The pricing also places the Raval well below the Hyundai IONIQ 3, which is expected to start in the region of £28,000 to £30,000 for the standard range model, and significantly below the CUPRA Born, which starts from around £36,000. The Raval effectively slots in beneath every other car in CUPRA’s own electric range while offering a more modern platform.
The Grant Question
The footnote on the pricing announcement states that an Electric Car Grant application has been submitted but not yet confirmed. If approved, the grant would reduce the price of eligible models, potentially bringing the Origin below £21,000 and the V1 37kWh below £25,000. Those figures would make the Raval one of the cheapest new electric cars available in the UK by a significant margin.
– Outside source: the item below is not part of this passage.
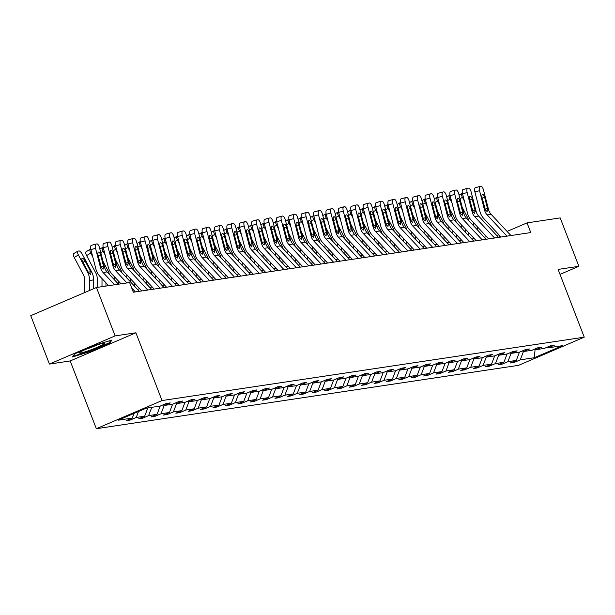 <?xml version="1.0" encoding="UTF-8"?>
<svg xmlns="http://www.w3.org/2000/svg" width="615" height="615" viewBox="0 0 615 615"><rect width="100%" height="100%" fill="white"/><g stroke="black" fill="none" stroke-linecap="round" stroke-linejoin="round"><path stroke-width="0.92" d="M96.34 428.709L518.553 365.341L584.25 337.174L162.037 400.55L96.34 428.709L70.195 360.951L135.892 332.792L115.12 335.905L49.423 364.072L70.195 360.951M49.423 364.072L30.75 315.672L96.447 287.505L115.12 335.905M560.019 274.382L578.869 266.303L560.196 217.902L527.04 222.884L507.098 231.432M523.45 351.488L520.259 359.844L514.309 362.389L513.948 361.443M535.088 349.282L534.32 357.73L520.259 359.844M519.452 352.149L516.293 360.436L510.342 362.988L514.309 362.389M516.293 360.436L507.875 361.697L501.925 364.249L501.556 363.304M507.068 354.009L503.9 362.296L497.958 364.849L501.925 364.249M503.9 362.296L495.482 363.557L489.54 366.11L489.171 365.156M494.675 355.862L491.516 364.157L485.566 366.701L489.54 366.11M491.516 364.157L483.098 365.418L477.148 367.97L476.786 367.017M482.291 357.722L479.131 366.017L473.181 368.562L477.148 367.97M479.131 366.017L470.713 367.278L464.763 369.83L464.394 368.877M469.898 359.583L466.739 367.87L460.789 370.422L464.763 369.83M466.739 367.87L458.321 369.138L452.371 371.691L452.01 370.737M457.514 361.443L454.354 369.73L448.404 372.283L452.371 371.691M454.354 369.73L445.937 370.999L439.986 373.543L439.617 372.598M445.129 363.304L441.962 371.591L436.012 374.143L439.986 373.543M441.962 371.591L433.544 372.859L427.602 375.404L427.233 374.458M432.737 365.164L429.577 373.451L423.627 376.003L427.602 375.404M429.577 373.451L421.16 374.712L415.21 377.264L414.848 376.319M420.352 367.024L417.185 375.311L411.243 377.864L415.21 377.264M417.185 375.311L408.775 376.572L402.825 379.124L402.456 378.171M407.96 368.877L404.801 377.172L398.851 379.716L402.825 379.124M404.801 377.172L396.383 378.433L390.433 380.985L390.071 380.032M395.576 370.737L392.416 379.032L386.466 381.577L390.433 380.985M392.416 379.032L383.998 380.293L378.048 382.845L377.679 381.892M383.183 372.598L380.024 380.885L374.074 383.437L378.048 382.845M380.024 380.885L371.606 382.153L365.656 384.706L365.295 383.752M370.799 374.458L367.639 382.745L361.689 385.298L365.656 384.706M367.639 382.745L359.221 384.014L353.271 386.558L352.902 385.613M358.414 376.319L355.247 384.606L349.305 387.158L353.271 386.558M355.247 384.606L346.829 385.874L340.887 388.419L340.518 387.473M346.022 378.179L342.863 386.466L336.912 389.018L340.887 388.419M342.863 386.466L334.445 387.727L328.495 390.279L328.133 389.333M333.638 380.039L330.478 388.326L324.528 390.879L328.495 390.279M330.478 388.326L322.06 389.587L316.11 392.139L315.741 391.186M321.245 381.892L318.086 390.187L312.136 392.731L316.11 392.139M318.086 390.187L309.668 391.447L303.718 394L303.356 393.046M308.861 383.752L305.701 392.047L299.751 394.592L303.718 394M305.701 392.047L297.283 393.308L291.333 395.86L290.964 394.907M296.476 385.613L293.309 393.9L287.366 396.452L291.333 395.86M293.309 393.9L284.891 395.168L278.949 397.721L278.58 396.767M284.084 387.473L280.924 395.76L274.974 398.312L278.949 397.721M280.924 395.76L272.507 397.029L266.556 399.573L266.195 398.628M271.699 389.333L268.532 397.621L262.59 400.173L266.556 399.573M268.532 397.621L260.122 398.889L254.172 401.434L253.803 400.488M259.307 391.194L256.147 399.481L250.197 402.033L254.172 401.434M256.147 399.481L247.73 400.742L241.78 403.294L241.418 402.348M246.923 393.054L243.763 401.341L237.813 403.894L241.78 403.294M243.763 401.341L235.345 402.602L229.395 405.154L229.026 404.201M234.538 394.907L231.371 403.202L225.421 405.746L229.395 405.154M231.371 403.202L222.953 404.462L217.01 407.015L216.641 406.061M222.146 396.767L218.986 405.062L213.036 407.607L217.01 407.015M218.986 405.062L210.568 406.323L204.618 408.875L204.249 407.922M209.761 398.628L206.594 406.915L200.651 409.467L204.618 408.875M206.594 406.915L198.176 408.183L192.234 410.735L191.865 409.782M197.369 400.488L194.209 408.775L188.259 411.327L192.234 410.735M194.209 408.775L185.792 410.044L179.841 412.588L179.48 411.643M184.984 402.348L181.825 410.635L175.875 413.188L179.841 412.588M181.825 410.635L173.407 411.904L167.457 414.449L167.088 413.503M172.592 404.209L169.433 412.496L163.482 415.048L167.457 414.449M169.433 412.496L161.015 413.757L155.065 416.309L154.703 415.363M160.208 406.069L157.048 414.356L151.098 416.909L155.065 416.309M157.048 414.356L148.63 415.617L142.68 418.169L142.311 417.216M147.823 407.922L144.656 416.217L138.713 418.761L142.68 418.169M144.656 416.217L136.238 417.477L130.295 420.03L129.926 419.076M134.055 413.395L132.271 418.077L126.321 420.622L130.295 420.03M132.271 418.077L118.218 420.183L146.27 408.16L160.323 406.046L166.273 403.502L170.247 402.902L164.297 405.454L172.715 404.186L178.665 401.641L182.632 401.041L176.682 403.594L185.1 402.325L191.05 399.781L195.017 399.181L189.074 401.733L197.492 400.473L203.434 397.92L207.409 397.321L201.459 399.873L209.876 398.612L215.827 396.06L219.793 395.468L213.843 398.013L222.261 396.752L228.211 394.2L232.186 393.608L226.235 396.152L234.653 394.892L240.603 392.339L244.57 391.747L238.62 394.3L247.038 393.031L252.988 390.487L256.955 389.887L251.012 392.439L259.43 391.171L265.373 388.626L269.347 388.027L263.397 390.579L271.815 389.31L277.765 386.766L281.732 386.166L275.789 388.718L284.199 387.458L290.149 384.905L294.124 384.306L288.174 386.858L296.591 385.597L302.542 383.045L306.508 382.453L300.558 384.998L308.976 383.737L314.926 381.185L318.901 380.593L312.95 383.137L321.368 381.877L327.311 379.324L331.285 378.732L325.335 381.285L333.753 380.016L339.703 377.472L343.67 376.872L337.727 379.424L346.145 378.156L352.088 375.611L356.062 375.012L350.112 377.564L358.53 376.295L364.48 373.751L368.447 373.151L362.496 375.704L370.914 374.443L376.864 371.891L380.839 371.291L374.889 373.843L383.306 372.582L389.257 370.03L393.223 369.438L387.273 371.983L395.691 370.722L401.641 368.17L405.608 367.578L399.665 370.122L408.083 368.862L414.026 366.309L418 365.717L412.05 368.27L420.468 367.001L426.418 364.457L430.385 363.857L424.442 366.409L432.852 365.141L438.803 362.596L442.777 361.997L436.827 364.549L445.245 363.281L451.195 360.736L455.162 360.136L449.211 362.689L457.629 361.428L463.579 358.876L467.554 358.276L461.604 360.828L470.021 359.567L475.964 357.015L479.938 356.423L473.988 358.968L482.406 357.707L488.356 355.155L492.323 354.563L486.38 357.107L494.798 355.847L500.741 353.294L504.715 352.703L498.765 355.255L507.183 353.986L513.133 351.442L517.1 350.842L511.15 353.394L519.567 352.126L525.518 349.581L529.492 348.982L523.542 351.534L531.96 350.273L537.91 347.721L541.877 347.121L535.926 349.674L544.344 348.413L550.294 345.861L554.261 345.261L548.319 347.813L562.371 345.707L534.32 357.73M96.447 287.505L129.604 282.531L133.34 292.21L530.776 232.562L527.04 222.884M534.689 349.097L535.926 349.674M511.057 353.348L507.875 361.697M522.304 350.957L523.542 351.534M498.673 355.209L495.482 363.557M509.92 352.818L511.15 353.394M486.28 357.069L483.098 365.418M497.527 354.678L498.765 355.255M473.896 358.929L470.713 367.278M485.143 356.531L486.38 357.107M461.504 360.782L458.321 369.138M472.751 358.391L473.988 358.968M449.119 362.642L445.937 370.999M460.366 360.252L461.604 360.828M436.735 364.503L433.544 372.859M447.974 362.112L449.211 362.689M424.342 366.363L421.16 374.712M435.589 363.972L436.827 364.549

The grant eligibility criteria typically set a maximum purchase price, which could mean the higher-spec V2 and VZ models fall outside the threshold. CUPRA has not confirmed which trims would qualify. For buyers considering the entry and mid-range models, waiting for the grant confirmation before placing an order could be worthwhile if the saving is meaningful.
What We Do Not Know Yet
UK specification details beyond the headline figures have not been fully confirmed. Standard equipment lists, option packs, interior materials and colour choices for the UK market are expected to follow closer to the summer launch. The range figure for the smaller 37kWh battery has not been officially stated, and real-world range for both battery sizes will only become clear once independent testing begins.
The driving experience is the biggest unknown. The MEB+ platform, the chassis tuning for UK roads, the steering feel, the ride quality, and how the VZ’s performance hardware translates into actual driving engagement are all questions that the spec sheet cannot answer. CUPRA has talked extensively about the Raval being a performance-focused car rather than simply an affordable one, and the VZ specification supports that claim on paper. Whether it delivers in practice will determine whether the Raval is remembered as a good value electric car or as something genuinely special.
What is already clear is that the pricing undercuts the competition at almost every level. From the Origin at £23,785 to the VZ Extreme at £36,310, there is a trim and battery combination for most budgets, and the range and charging figures on the 52kWh models are competitive with electric cars costing considerably more. If CUPRA has got the driving experience right, this could be the car that makes affordable electric performance a real proposition in the UK for the first time.